Housing benefit claimants being priced out of Leeds
Housing benefit claimants are priced out of almost all homes to rent in Leeds, forcing people to make “impossible decisions” and pushing families into homelessness.
Rising rents and a “disastrous” benefit freeze have meant fewer and fewer affordable properties every year and, on top of that, many landlords are refusing to let homes to benefit claimants, according to research by the Bureau of Investigative Journalism.
Charities said families were missing meals and not heating their home in order to keep a roof over their heads as they urged the government to tackle the issue.
Polly Neate, chief executive of Shelter, said: “The freeze on housing benefits has been truly disastrous. People up and down the country are having to make impossible decisions on whether to cut back on food for their family or heat their home just to make up the shortfall between their benefit and rent.
“In the worst case scenario, families are facing homelessness simply because there is nowhere they can afford to live.”
Less than 7 per cent of two-bed properties in Leeds are affordable, according to the research, and there are some areas in the city with almost no affordable properties for housing benefit recipients. This totalled only 52 properties.
Elsewhere in Yorkshire, York had seven, Richmond and Hambleton had nine and, shockingly, of 63 two-bed listings in Scarborough, only one was affordable to someone on housing benefit.
The best place to find a home for those in receipt of housing benefit in Yorkshire was Bradford, where more than 18 per cent of two-bed properties were affordable. However, this still amounted to only 70 two-bed homes across the whole city, which has nearly 40,000 housing benefit claimants.
Housing benefit, otherwise known as the local housing allowance, was frozen as part of the government’s austerity policy in 2016. The allowance was supposed to cover the cheapest 30 per cent of the local rental market, however, since the freeze rents in the region have kept rising.
Jon Sparkes, chief executive of Crisis, said "This investigation paints a clear picture that for the overwhelming majority, we're not meeting this basic human need. This is simply unacceptable - we can and must do better.
"We can't let individuals shoulder this burden simply because housing benefit hasn’t kept up with rising rents.”
Non-profit organisation the Bureau of Investigative Journalism collected the details of 62,695 two-bed rental properties across England, Wales and Scotland that were advertised on a single day. Journalists also called almost 200 landlords and discovered the vast majority would not let to housing benefit tenants.

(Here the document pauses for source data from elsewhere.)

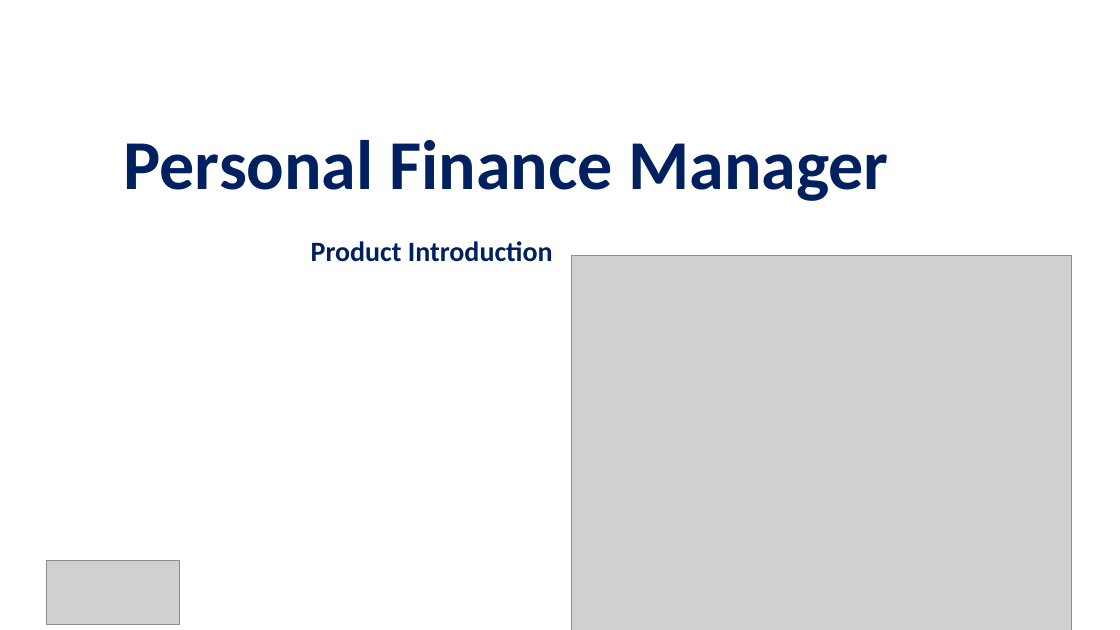
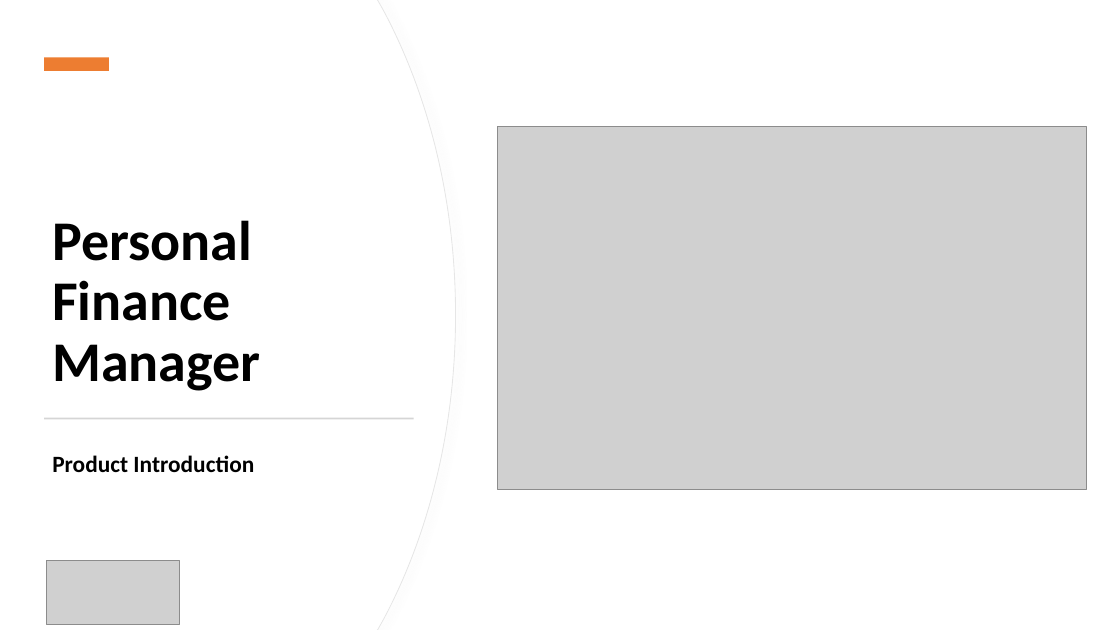
Before and after one commit to AitrichAcademyMeanStack/personal-finance-manager-workshop-ppts, a slide deck: slide 4 of WORKSHOP_INTRO/mean-finance-manager-workshop-intro.pptx (slide 6 before the commit). Drawn at 1120x630 pixels with LibreOffice and Linux fonts; fonts in the diff are those of the drawing; grey boxes stand for pictures. Boxes give left, top, right and bottom in pixels: in the first picture for what was removed or moved away, otherwise in the second. Text is boxed around its words. In the diff, an @@ line names an element or a change of style, - is before the commit and + after.

```diff
--- a/WORKSHOP_INTRO/mean-finance-manager-workshop-intro.pptx
+++ b/WORKSHOP_INTRO/mean-finance-manager-workshop-intro.pptx
@@ freeform shape added at (x1=0, y1=0, x2=455, y2=630), fill #FFFFFF, outline #E6E6E6 0.75 pt @@
@@ freeform shape added at (x1=0, y1=0, x2=455, y2=630), fill #FFFFFF @@
@@ rectangle added at (x1=44, y1=58, x2=109, y2=71), fill #ED7D31 @@
@@ title "Personal Finance Manager" moved from (x1=124, y1=140, x2=889, y2=201) to (x1=52, y1=220, x2=260, y2=391) @@
@@ title "Personal Finance Manager" at (x1=52, y1=220, x2=260, y2=391): size 60 to 48 pt, text colour #002060 to #000000 @@
@@ picture resized from (x1=572, y1=255, x2=1072, y2=630) to (x1=497, y1=127, x2=1086, y2=489) @@
@@ rectangle added at (x1=45, y1=418, x2=414, y2=419), fill #D5D5D5 @@
@@ text "Product Introduction" moved from (x1=311, y1=241, x2=553, y2=262) to (x1=52, y1=455, x2=254, y2=472) @@
@@ text "Product Introduction" at (x1=52, y1=455, x2=254, y2=472): size 24 to 20 pt, text colour #002060 to #000000 @@
```
Also in this commit, not shown: 13 other slides changed, 5 slides added, 1 other file.

Of those that would, many asked for families to fulfil further conditions, such as paying six months’ rent in advance or providing a guarantor. One property site asked for a week’s rent in advance to even talk to the landlord.

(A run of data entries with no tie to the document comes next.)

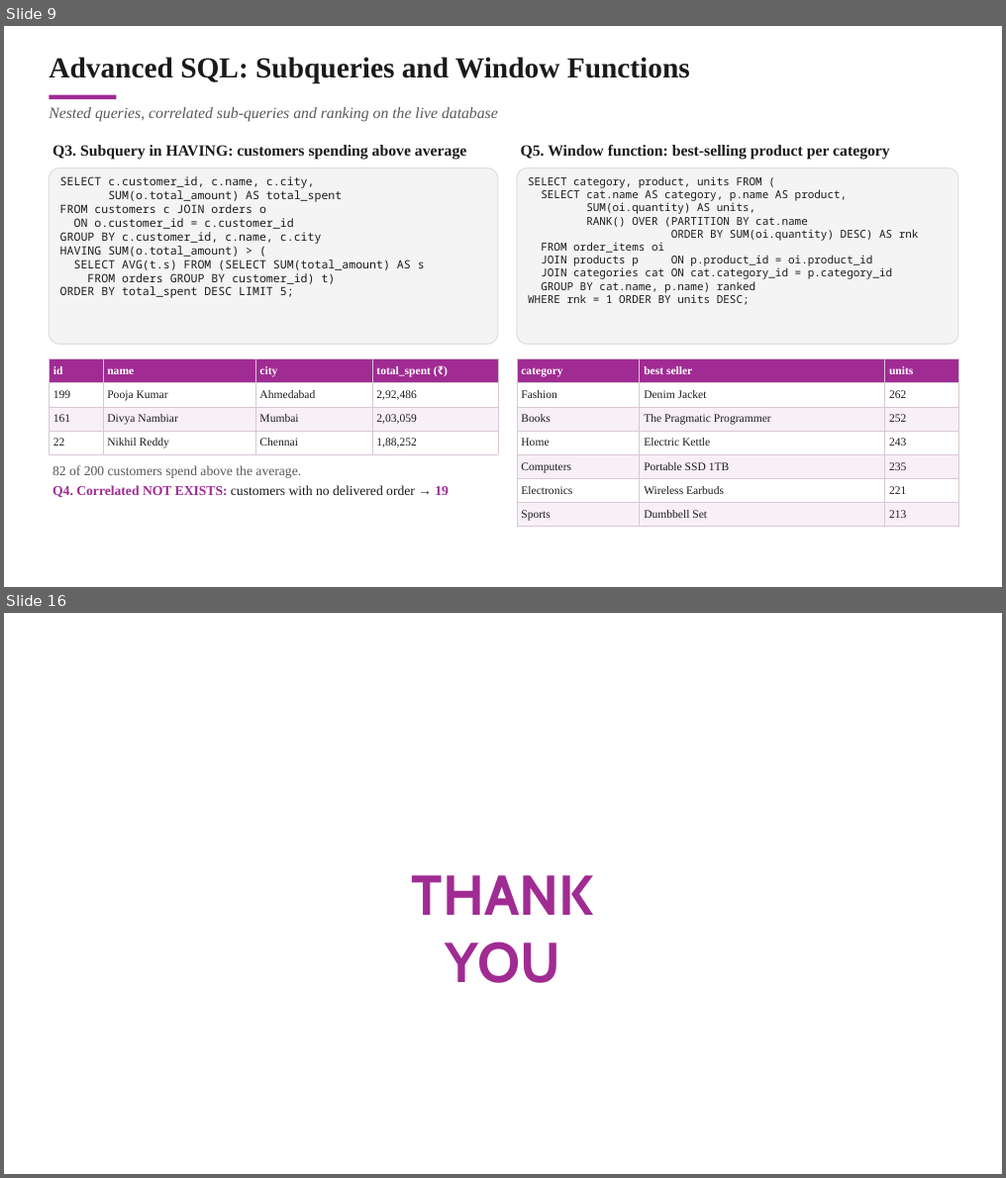
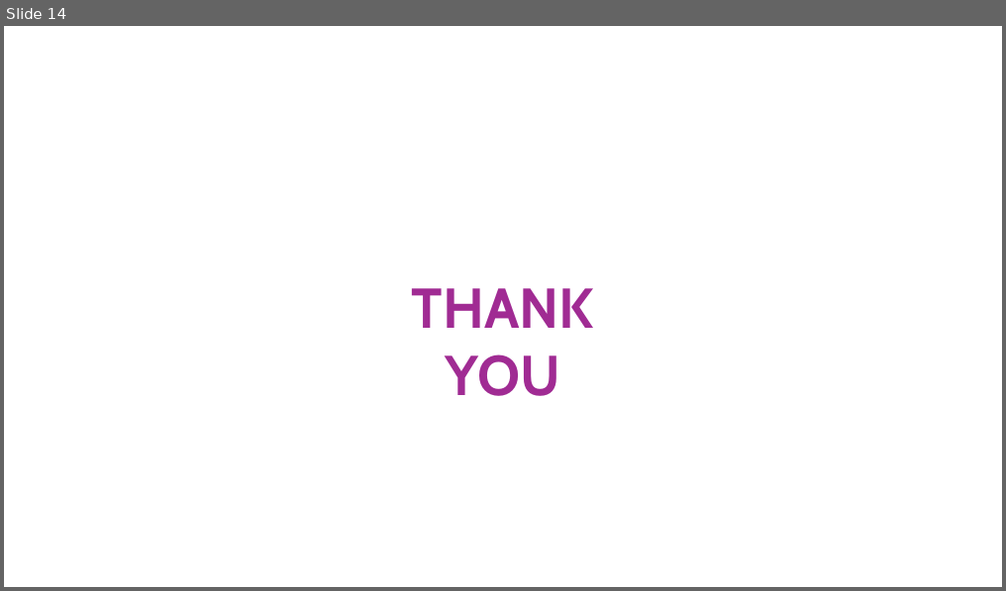
Before and after one commit to aamithkishoretj/CDC-pipeline-CC-DBMS-, a slide deck: docs/DBMS-Final-Review.pptx. Shown one above the other, each under a label of ours: slides 9 and 16 before the commit, slide 14 after it; the slides between them are not shown. The pictures are 1006x1178 and 1006x591 pixels, drawn with LibreOffice and Linux fonts; fonts in the diff are those of the drawing. Boxes give left, top, right and bottom in pixels: in the first picture for what was removed or moved away, otherwise in the second. Text is boxed around its words. In the diff, an @@ line names an element or a change of style, - is before the commit and + after.

```diff
--- a/docs/DBMS-Final-Review.pptx
+++ b/docs/DBMS-Final-Review.pptx
@@ slide 9 removed at (4, 26, 1002, 587), background #FFFFFF @@
@@ text removed at (49, 57, 690, 84) @@
-Advanced SQL: Subqueries and Window Functions
@@ rectangle removed at (49, 95, 116, 99) @@
@@ text removed at (49, 107, 498, 122) @@
-Nested queries, correlated sub-queries and ranking on the live database
@@ rounded rectangle removed at (49, 169, 498, 344) @@
@@ text removed at (53, 145, 466, 159) @@
-Q3. Subquery in HAVING: customers spending above average
@@ rounded rectangle removed at (517, 169, 958, 344) @@
@@ text removed at (521, 145, 890, 159) @@
-Q5. Window function: best-selling product per category
@@ text removed at (60, 176, 425, 298) @@
-SELECT c.customer_id, c.name, c.city,
-SUM(o.total_amount) AS total_spent
-FROM customers c JOIN orders o
-ON o.customer_id = c.customer_id
-GROUP BY c.customer_id, c.name, c.city
-HAVING SUM(o.total_amount) > (
-SELECT AVG(t.s) FROM (SELECT SUM(total_amount) AS s
-FROM orders GROUP BY customer_id) t)
-ORDER BY total_spent DESC LIMIT 5;
@@ text removed at (528, 176, 919, 305) @@
-SELECT category, product, units FROM (
-SELECT cat.name AS category, p.name AS product,
-SUM(oi.quantity) AS units,
-RANK() OVER (PARTITION BY cat.name
-ORDER BY SUM(oi.quantity) DESC) AS rnk
-FROM order_items oi
-JOIN products p ON p.product_id = oi.product_id
-JOIN categories cat ON cat.category_id = p.category_id
-GROUP BY cat.name, p.name) ranked
-WHERE rnk = 1 ORDER BY units DESC;
@@ table removed at (49, 360, 498, 455), 4 rows, 4 columns @@
-id | name | city | total_spent (₹)
-199 | Pooja Kumar | Ahmedabad | 2,92,486
-161 | Divya Nambiar | Mumbai | 2,03,059
-22 | Nikhil Reddy | Chennai | 1,88,252
@@ table removed at (517, 360, 958, 527), 7 rows, 3 columns @@
-category | best seller | units
-Fashion | Denim Jacket | 262
-Books | The Pragmatic Programmer | 252
-Home | Electric Kettle | 243
-Computers | Portable SSD 1TB | 235
-Electronics | Wireless Earbuds | 221
-Sports | Dumbbell Set | 213
@@ text removed at (53, 466, 449, 497) @@
-82 of 200 customers spend above the average.
-Q4. Correlated NOT EXISTS: customers with no delivered order → 19
@@ what was slide 16 is now slide 14 @@
```
Also in this commit, not shown: 13 slides changed, 1 other slide removed, 1 other file.

Ms Neate said these practices were “discriminatory and unlawful”.
She added: "If this government is serious about tackling homelessness, it is not enough to just lift the freeze, as it has said it will. It must also increase housing benefit rates to ensure they cover at least the bottom third of the rental market across the country so people can retain their homes and avoid becoming homeless."
A Government spokesperson said: “Providing quality and fair social housing is an absolute priority. The Government increased more than 360 Local Housing Allowance rates this year, by targeting extra funding at low-income households.
“We’re investing over £9bn in affordable housing and an additional £2bn after 2022. And we have abolished the Housing Revenue Account borrowing cap – giving councils across the country the tools they need to deliver a new generation of affordable housing.”